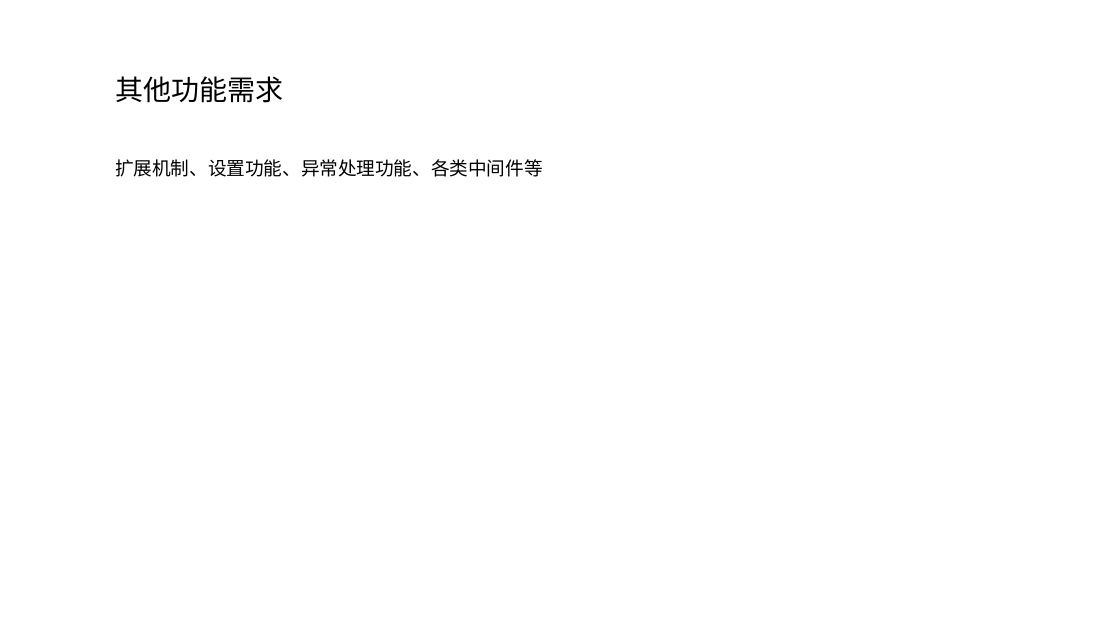
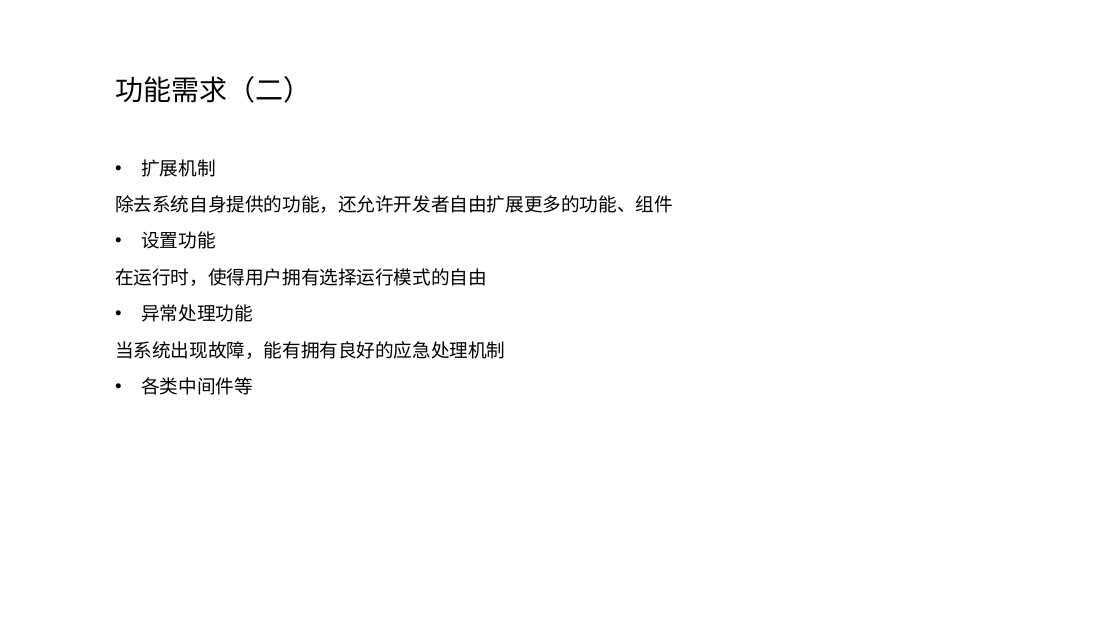
Before and after one commit to bhsei/17TeamC, a slide deck: slide 13 of 3.项目ppt/需求工作（1）.pptx. Drawn at 1120x630 pixels with LibreOffice and Linux fonts; fonts in the diff are those of the drawing; background and template pictures are left out. Boxes give left, top, right and bottom in pixels: in the first picture for what was removed or moved away, otherwise in the second. Text is boxed around its words. In the diff, an @@ line names an element or a change of style, - is before the commit and + after.

```diff
--- a/3.项目ppt/需求工作（1）.pptx
+++ b/3.项目ppt/需求工作（1）.pptx
@@ text at box(115, 76, 311, 103): text changed @@
-其他功能需求
+功能需求（二）
@@ text at box(115, 159, 673, 395): text changed @@
-扩展机制、设置功能、异常处理功能、各类中间件等
+• 扩展机制
+除去系统自身提供的功能，还允许开发者自由扩展更多的功能、组件
+• 设置功能
+在运行时，使得用户拥有选择运行模式的自由
+• 异常处理功能
+当系统出现故障，能有拥有良好的应急处理机制
+• 各类中间件等
```
Also in this commit, not shown: 4 other slides changed, 3 slides added, 1 slide removed, 1 other file.
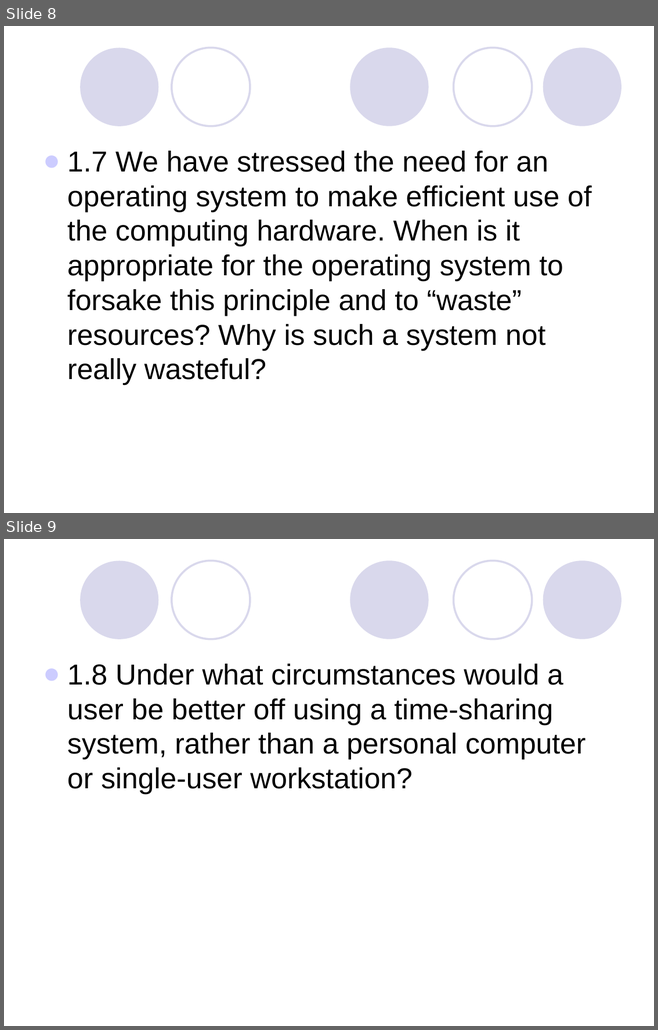
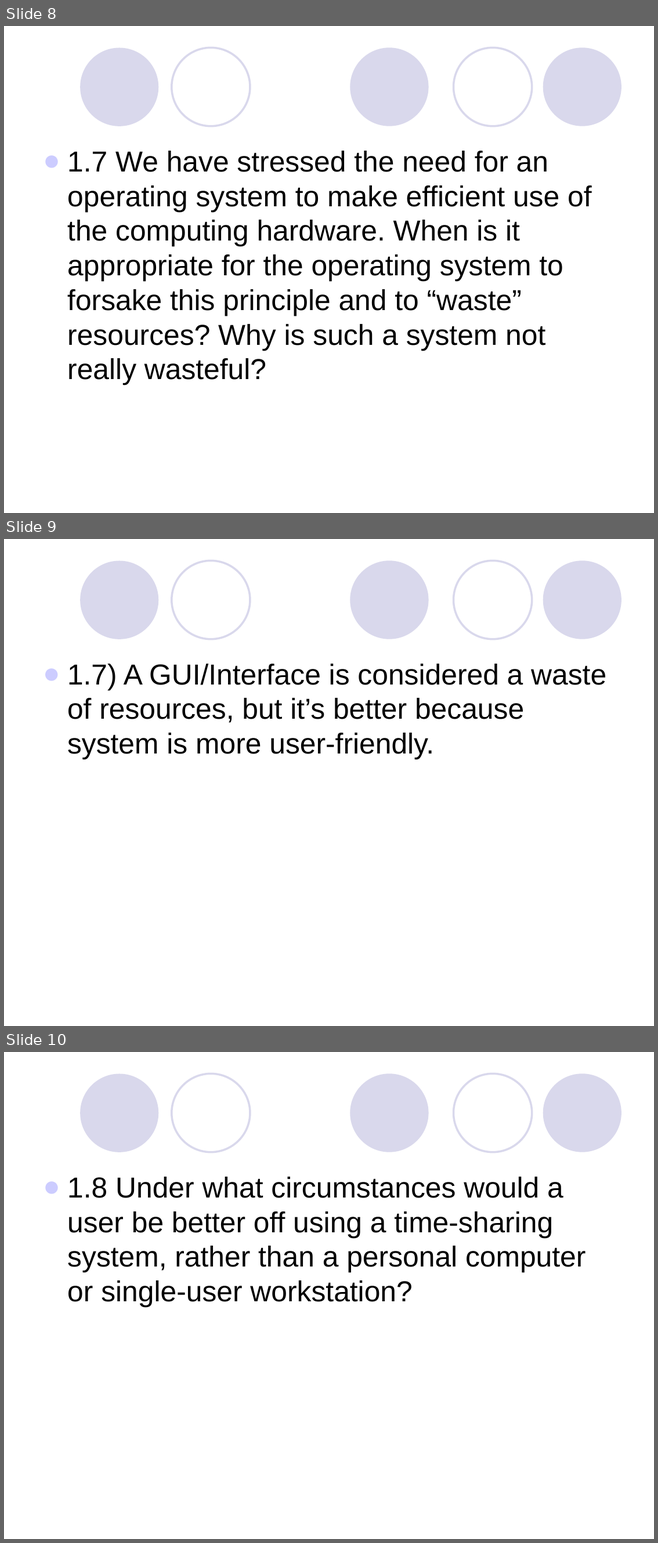
Before and after one commit to martip23/OperatingSystemNotes, a slide deck: Questions/chap1.ppt. Shown one above the other, each under a label of ours: slides 8 and 9 before the commit, slides 8, 9 and 10 after it. The pictures are 658x1030 and 658x1543 pixels, drawn with LibreOffice and Linux fonts; fonts in the diff are those of the drawing. Boxes give left, top, right and bottom in pixels: in the first picture for what was removed or moved away, otherwise in the second. Text is boxed around its words. In the diff, an @@ line names an element or a change of style, - is before the commit and + after.

```diff
--- a/Questions/chap1.ppt
+++ b/Questions/chap1.ppt
@@ slide 9 added at (x1=4, y1=539, x2=654, y2=1026), background #FFFFFF; not listed: 5 template elements that a slide beside it also shows @@
@@ text added at (x1=67, y1=664, x2=606, y2=760), 32 pt, text #000000 @@
+● 1.7) A GUI/Interface is considered a waste of resources, but it’s better because system is more user-friendly.
@@ what was slide 9 is now slide 10 @@
```
Also in this commit, not shown: 3 other slides added, 5 other files.

○ ○ ○ ○ ○ ○ ○

What to work on:
Look over the material and return every line where the word "Questions" is found.

Result of this exercise:
Before and after one commit to martip23/OperatingSystemNotes, a slide deck: Questions/chap1.ppt. Shown one above the other, each under a label of ours: slides 8 and 9 before the commit, slides 8, 9 and 10 after it. The pictures are 658x1030 and 658x1543 pixels, drawn with LibreOffice and Linux fonts; fonts in the diff are those of the drawing. Boxes give left, top, right and bottom in pixels: in the first picture for what was removed or moved away, otherwise in the second. Text is boxed around its words. In the diff, an @@ line names an element or a change of style, - is before the commit and + after.
--- a/Questions/chap1.ppt
+++ b/Questions/chap1.ppt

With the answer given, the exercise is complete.